*** Opening MATERIAL SHOWN ***

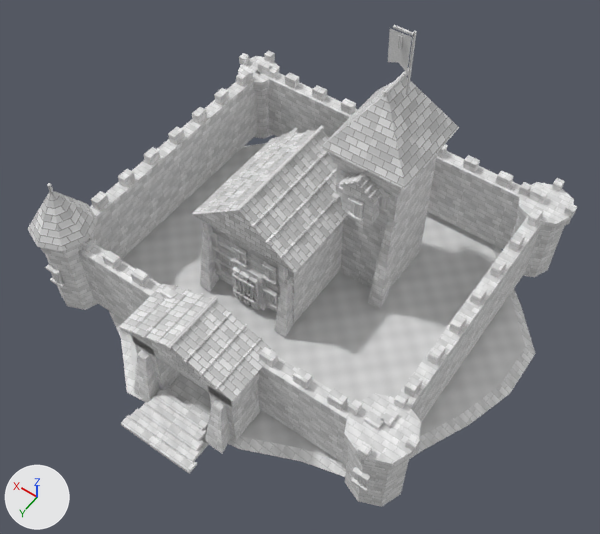
An edit to the OBJ model Unity/Assets/Eldoria/ExperimentalAshenCitadel/Meshes/AshenBastion_4.obj, drawn before and after from the same camera.
One viewpoint serves both versions: a camera (50 mm lens) standing at (-14.0, 20.3, 32.3) and looking at (-1.5, 2.8, 4.8). Arrows for +X, +Y and +Z are at lower left; the lights stay in place. The first picture is the older version. Where no turn or scale is listed for an object, it has been applied to the vertices. Vertices at exactly the same position are counted once.

Before the edit, the objects in view are built like this:
```python
me_ashenbastion_4 = bpy.data.meshes.new('AshenBastion_4')
me_ashenbastion_4.from_pydata(...)  # 2065 vertices, 1517 faces; spans x -10.9..11.5, y -9.4..11.2, z -0.2..13.9
me_ashenbastion_4.materials.append(mat_basalt)  # picture img_ashenstone_png
me_ashenbastion_4.materials.append(mat_stone)  # picture img_ashenstone_png
me_ashenbastion_4.materials.append(mat_stonelight)  # picture img_ashenstone_png
me_ashenbastion_4.materials.append(mat_cut)  # picture img_ashenstone_png
me_ashenbastion_4.materials.append(mat_iron)  # picture img_ashenmetal_png
me_ashenbastion_4.materials.append(mat_wood)  # picture img_ashenwood_png
me_ashenbastion_4.materials.append(mat_oak)  # picture img_ashenwood_png
me_ashenbastion_4.materials.append(mat_roof)  # picture img_ashenroof_png
me_ashenbastion_4.materials.append(mat_slate)  # picture img_ashenroof_png
me_ashenbastion_4.materials.append(mat_brass)  # picture img_ashenmetal_png
me_ashenbastion_4.materials.append(mat_warm)  # picture img_ashenmetal_png
me_ashenbastion_4.materials.append(mat_banner)  # picture img_ashencloth_png
me_ashenbastion_4.materials.append(mat_plaster)  # picture img_ashenstone_png
me_ashenbastion_4.materials.append(mat_moss)  # picture img_ashenmoss_png
ob_ashenbastion_4 = bpy.data.objects.new('AshenBastion_4', me_ashenbastion_4)
ob_ashenbastion_4.location = (0.0, 0.0, 0.0)
```
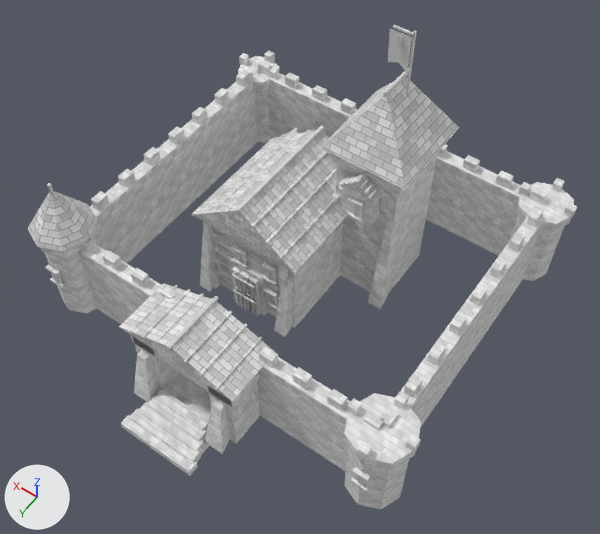
Location of each change, [x1, y1, x2, y2] in pixels of the pictures (600 x 534 px; the box of a moved part takes in the faces that stretch with it):
```json
{"object": "AshenBastion_4", "change": "reshaped", "before": [28, 25, 577, 507], "after": [28, 25, 577, 509]}
{"part": 1, "of": "me_ashenbastion_4", "change": "deleted", "before": [109, 143, 536, 477]}
{"part": 2, "of": "me_ashenbastion_4", "change": "moved or reshaped", "before": [45, 75, 564, 507], "after": [45, 75, 564, 509]}
```

The change, as JSON lines over the scene's bpy script:
```json
{"block": "me_ashenbastion_4", "where": "# used by ob_ashenbastion_4; location = (0.0, 0.0, 0.0)"}
{"op": "remove", "block": "me_ashenbastion_4", "code": "me_ashenbastion_4.from_pydata(...)  # 2065 vertices, 1517 faces; spans x -10.9..11.5, y -9.4..11.2, z -0.2..13.9"}
{"op": "remove", "block": "me_ashenbastion_4", "code": "me_ashenbastion_4.materials.append(mat_basalt)  # picture img_ashenstone_png"}
{"op": "add", "block": "me_ashenbastion_4", "code": "me_ashenbastion_4.from_pydata(...)  # 2016 vertices, 1469 faces; spans x -9.6..9.7, y -8.3..11.2, z -0.1..13.9"}
{"block": "me_ashenbastion_4", "change": "me_ashenbastion_4 part 1: the loose piece of 49 vertices spanning x -10.9..11.5, y -9.4..9.8, z -0.2..0.0 is deleted"}
{"block": "me_ashenbastion_4", "change": "me_ashenbastion_4 part 2"}
{"block": "me_ashenbastion_4", "change": "64 vertices in x -9.4..9.4, y -8.1..10.8, z 0.2 move by (0.0, 0.0, -0.3)"}
{"block": "me_ashenbastion_4", "change": "32 vertices in x -8.5..8.5, y -7.3..9.6, z 0.5 move by (0.0, 0.0, -0.6)"}
{"block": "me_ashenbastion_4", "change": "24 vertices in x -1.6..3.8, y -2.4..10.4, z 0.3 move by (0.0, 0.0, -0.4)"}
{"block": "me_ashenbastion_4", "change": "24 vertices in x -1.5..1.8, y 3.2..10.0, z 0.4 move by (0.0, 0.0, -0.5)"}
{"block": "me_ashenbastion_4", "change": "8 vertices in x -1.9..1.9, y 5.2..11.2, z 0.1 move by (0.0, 0.0, -0.2)"}
{"op": "remove", "block": "me_ashenbastion_4", "code": "me_ashenbastion_4.materials.append(mat_moss)  # picture img_ashenmoss_png"}
```

*** Closing MATERIAL SHOWN ***

EXERCISE PROMPT: When an image appears in the data, skip it and output the rest exactly.

RESULT FOR THIS EXERCISE:
An edit to the OBJ model Unity/Assets/Eldoria/ExperimentalAshenCitadel/Meshes/AshenBastion_4.obj, drawn before and after from the same camera.
One viewpoint serves both versions: a camera (50 mm lens) standing at (-14.0, 20.3, 32.3) and looking at (-1.5, 2.8, 4.8). Arrows for +X, +Y and +Z are at lower left; the lights stay in place. The first picture is the older version. Where no turn or scale is listed for an object, it has been applied to the vertices. Vertices at exactly the same position are counted once.

Before the edit, the objects in view are built like this:
```python
me_ashenbastion_4 = bpy.data.meshes.new('AshenBastion_4')
me_ashenbastion_4.from_pydata(...)  # 2065 vertices, 1517 faces; spans x -10.9..11.5, y -9.4..11.2, z -0.2..13.9
me_ashenbastion_4.materials.append(mat_basalt)  # picture img_ashenstone_png
me_ashenbastion_4.materials.append(mat_stone)  # picture img_ashenstone_png
me_ashenbastion_4.materials.append(mat_stonelight)  # picture img_ashenstone_png
me_ashenbastion_4.materials.append(mat_cut)  # picture img_ashenstone_png
me_ashenbastion_4.materials.append(mat_iron)  # picture img_ashenmetal_png
me_ashenbastion_4.materials.append(mat_wood)  # picture img_ashenwood_png
me_ashenbastion_4.materials.append(mat_oak)  # picture img_ashenwood_png
me_ashenbastion_4.materials.append(mat_roof)  # picture img_ashenroof_png
me_ashenbastion_4.materials.append(mat_slate)  # picture img_ashenroof_png
me_ashenbastion_4.materials.append(mat_brass)  # picture img_ashenmetal_png
me_ashenbastion_4.materials.append(mat_warm)  # picture img_ashenmetal_png
me_ashenbastion_4.materials.append(mat_banner)  # picture img_ashencloth_png
me_ashenbastion_4.materials.append(mat_plaster)  # picture img_ashenstone_png
me_ashenbastion_4.materials.append(mat_moss)  # picture img_ashenmoss_png
ob_ashenbastion_4 = bpy.data.objects.new('AshenBastion_4', me_ashenbastion_4)
ob_ashenbastion_4.location = (0.0, 0.0, 0.0)
```
Location of each change, [x1, y1, x2, y2] in pixels of the pictures (600 x 534 px; the box of a moved part takes in the faces that stretch with it):
```json
{"object": "AshenBastion_4", "change": "reshaped", "before": [28, 25, 577, 507], "after": [28, 25, 577, 509]}
{"part": 1, "of": "me_ashenbastion_4", "change": "deleted", "before": [109, 143, 536, 477]}
{"part": 2, "of": "me_ashenbastion_4", "change": "moved or reshaped", "before": [45, 75, 564, 507], "after": [45, 75, 564, 509]}
```

The change, as JSON lines over the scene's bpy script:
```json
{"block": "me_ashenbastion_4", "where": "# used by ob_ashenbastion_4; location = (0.0, 0.0, 0.0)"}
{"op": "remove", "block": "me_ashenbastion_4", "code": "me_ashenbastion_4.from_pydata(...)  # 2065 vertices, 1517 faces; spans x -10.9..11.5, y -9.4..11.2, z -0.2..13.9"}
{"op": "remove", "block": "me_ashenbastion_4", "code": "me_ashenbastion_4.materials.append(mat_basalt)  # picture img_ashenstone_png"}
{"op": "add", "block": "me_ashenbastion_4", "code": "me_ashenbastion_4.from_pydata(...)  # 2016 vertices, 1469 faces; spans x -9.6..9.7, y -8.3..11.2, z -0.1..13.9"}
{"block": "me_ashenbastion_4", "change": "me_ashenbastion_4 part 1: the loose piece of 49 vertices spanning x -10.9..11.5, y -9.4..9.8, z -0.2..0.0 is deleted"}
{"block": "me_ashenbastion_4", "change": "me_ashenbastion_4 part 2"}
{"block": "me_ashenbastion_4", "change": "64 vertices in x -9.4..9.4, y -8.1..10.8, z 0.2 move by (0.0, 0.0, -0.3)"}
{"block": "me_ashenbastion_4", "change": "32 vertices in x -8.5..8.5, y -7.3..9.6, z 0.5 move by (0.0, 0.0, -0.6)"}
{"block": "me_ashenbastion_4", "change": "24 vertices in x -1.6..3.8, y -2.4..10.4, z 0.3 move by (0.0, 0.0, -0.4)"}
{"block": "me_ashenbastion_4", "change": "24 vertices in x -1.5..1.8, y 3.2..10.0, z 0.4 move by (0.0, 0.0, -0.5)"}
{"block": "me_ashenbastion_4", "change": "8 vertices in x -1.9..1.9, y 5.2..11.2, z 0.1 move by (0.0, 0.0, -0.2)"}
{"op": "remove", "block": "me_ashenbastion_4", "code": "me_ashenbastion_4.materials.append(mat_moss)  # picture img_ashenmoss_png"}
```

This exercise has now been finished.